Not observing a difference between weighted data error handling methods in RooFit

bkowal · January 30, 2025, 9:51pm

ROOT Version: 6.30/02
Platform: Ubuntu 20.04.6 LTS
Compiler: gcc 12.3.0

Hello; I have been trying to understand how weighted data are handled for extended likelihoods in RooFit.

I’ve read a paper describing three different ways to handle the fit parameter errors (applying just the standard weights, applying SumW2 weights, or the asymptotic limit), which shouldn’t change the fit parameter itself (as this should just be the minimized Scaled Poisson Distribution), but just the errors on those fit parameters.

I tried to do a simple test where I generate a 1000 event gaussian RooDataSet, and apply weights to each event in the dataset. Then I bin the dataset, convert it into a RooDataHist, and fit to a crystal ball shape, where I seperately fit with all three different weighted error handlings. When I did this, they all report the same exact output on the terminal (i.e. same fit parameters and same uncertainties on those parameters).
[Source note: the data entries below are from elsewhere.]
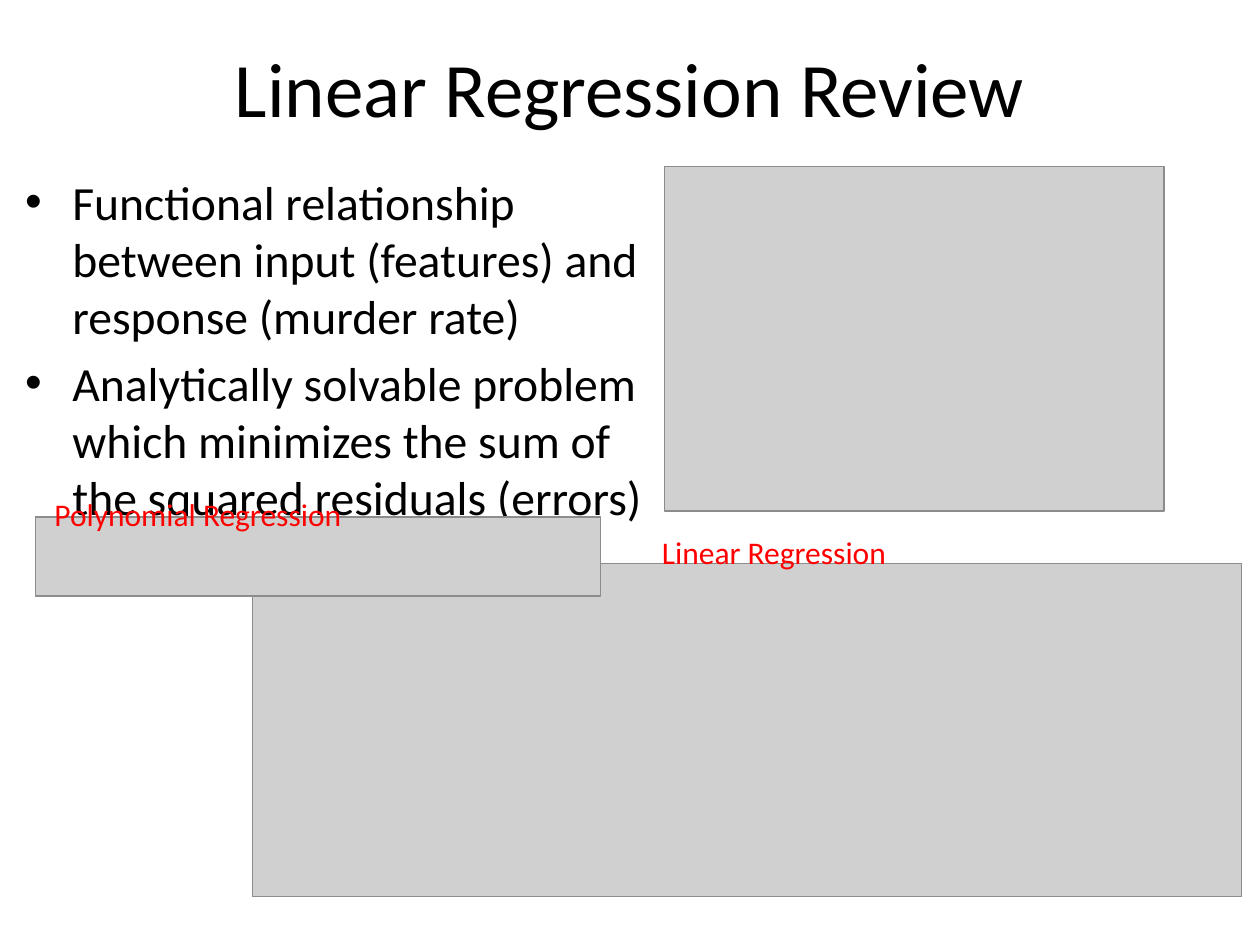
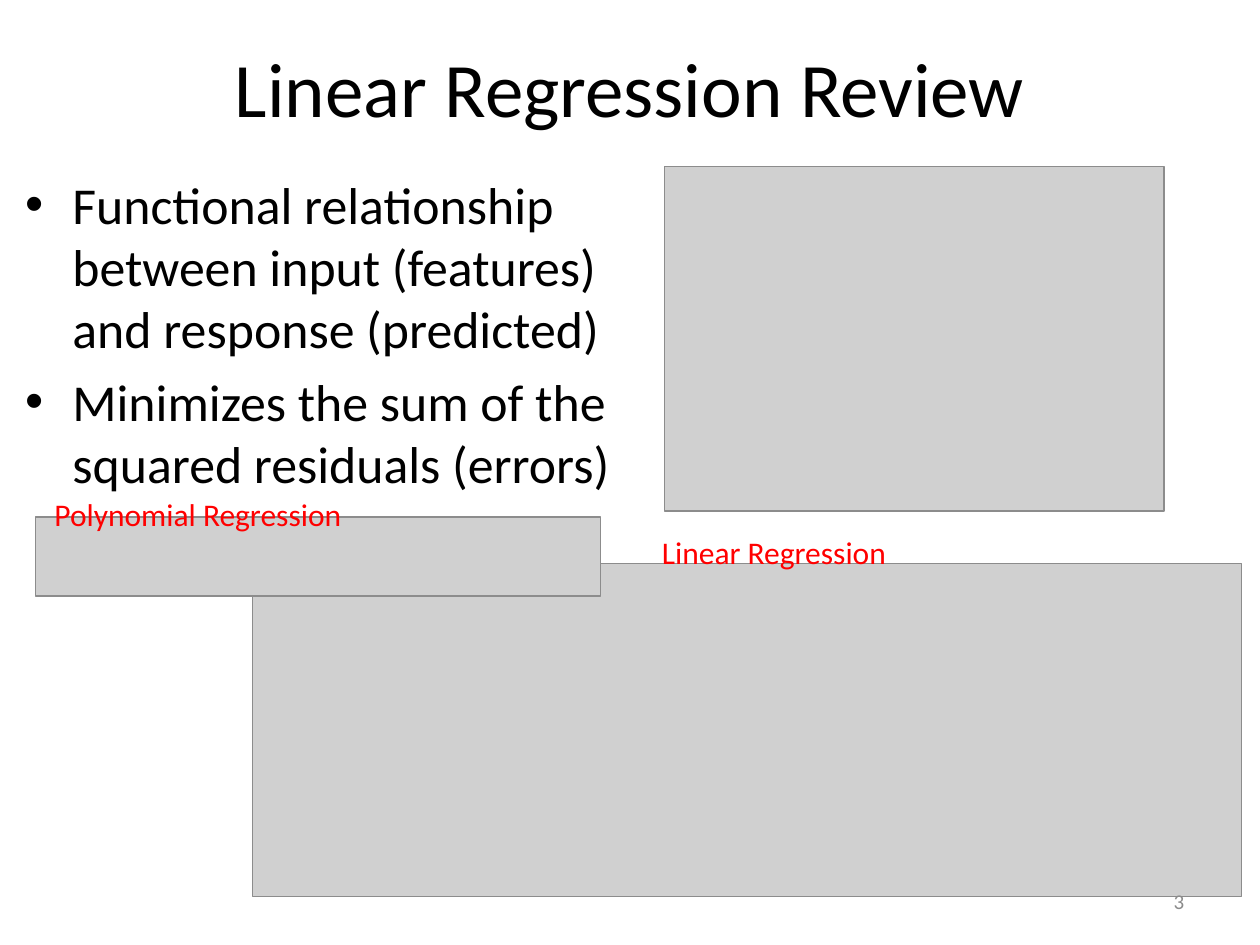
Before and after one commit to JeremyMcCormick/DAT_SF_14, a slide deck: slide 3 of myproject/Murder.pptx. Drawn at 1260x945 pixels with LibreOffice and Linux fonts; fonts in the diff are those of the drawing; grey boxes stand for pictures. Boxes give left, top, right and bottom in pixels: in the first picture for what was removed or moved away, otherwise in the second. Text is boxed around its words. In the diff, an @@ line names an element or a change of style, - is before the commit and + after.

```diff
--- a/myproject/Murder.pptx
+++ b/myproject/Murder.pptx
@@ text at (x1=72, y1=188, x2=609, y2=492): text changed; size 27.2 to 29.6 pt @@
-• Functional relationship between input (features) and response (murder rate)
-• Analytically solvable problem which minimizes the sum of the squared residuals (errors)
+• Functional relationship between input (features) and response (predicted)
+• Minimizes the sum of the squared residuals (errors)
@@ page number added at (x1=1174, y1=891, x2=1185, y2=909), 12 pt, text #8C8C8C @@
+3
```
Also in this commit, not shown: 12 other slides changed, 15 slides added, 14 slides removed, 4 other files.

The code I’ve used is below:

  RooRealVar x("x", "Observable", -3, 3);
  RooRealVar weight("weight", "Event Weight", 0, 100);  // Define weight variable

  RooDataSet data("data", "Weighted dataset", RooArgSet(x, weight), WeightVar(weight));

  // Fill dataset with events
  for (int i = 0; i < 1000; i++) {
    x.setVal(gRandom->Gaus(0, 1));  
    double weightval = gRandom->Uniform(.5, 2.);
    weight.setVal(weightval);  // Random weights between 0.5 and 2.0
    data.add(x, weightval);  // Add weighted entry
  }
  x.setBins(50);
  RooDataHist dataHist("dataHist", "dataHist", RooArgSet(x), data);

  RooRealVar N("N", "N", 1000, 100, 5000);

  RooUniform b("b", "b", x);

  RooRealVar mu("mu", "mu", 0.01, -2, 2);
  RooRealVar sig("sig", "sig", 1, .1, 3);
  RooRealVar n("n", "n", 1, .01, 10);
  RooRealVar a("a", "a", 1, .01, 10);

  RooCBShape g("g", "g", x, mu, sig, a, n);

  RooExtendPdf extendedsig("extendedsig", "extendedsig", g, N);

  RooFitResult *result = extendedsig.fitTo(dataHist, Strategy(2), Verbose(false), PrintLevel(0), Hesse(true), Save(true), AsymptoticError(true), SumW2Error(false));
  //  RooFitResult *result = extendedsig.fitTo(dataHist, Strategy(2), Verbose(false), PrintLevel(0), Hesse(true), Save(true), SumW2Error(true), AsymptoticError(false));
  //  RooFitResult *result = extendedsig.fitTo(dataHist, Strategy(2), Verbose(false), PrintLevel(0), Hesse(true), Save(true), SumW2Error(false), AsymptoticError(false));
  RooPlot *frame = x.frame();
  dataHist.plotOn(frame, DataError(RooAbsData::SumW2));
  extendedsig.plotOn(frame);

I originally did this with a gaussian fit, but I was given the suggestion to use a crystal ball to make any differences between methods more apparant. I also tried to repeat these fits, but commenting out the x.setBins(50) line, and fitting to data rather than dataHist, to compare binned vs unbinned datasets.

When I change the verbosity settings to True and the PrintLevel to 2 and look at the results, I noticed that SumW2Error(True) was different from AsymptoticError(True) and SumW2Error(False), but AsymptoticError(True) and SumW2Error(False) had identical parameter errors. This happened for both binned and unbinned.

My two questions are:

Why was the different error calculations not apparant for the lower verbosity when I saw the fit results on the terminal?
Why are there no differences between SumW2Error(false) and AsymptoticError(True)?

I’d appreciate any help with this!

Respectfully,
Becky

silverweed · January 31, 2025, 9:10am

Hello,
@jonas should be able to answer your questions.

bkowal · February 10, 2025, 3:26pm

Thank you! Is there an update to this topic? Is there any intuition I could apply to see whether or not I would expect the AsymptoticError(True) and the SumW2Error(False) to look the same? Thanks again!

Respectfully,
Becky

system · February 24, 2025, 3:26pm

This topic was automatically closed 14 days after the last reply. New replies are no longer allowed.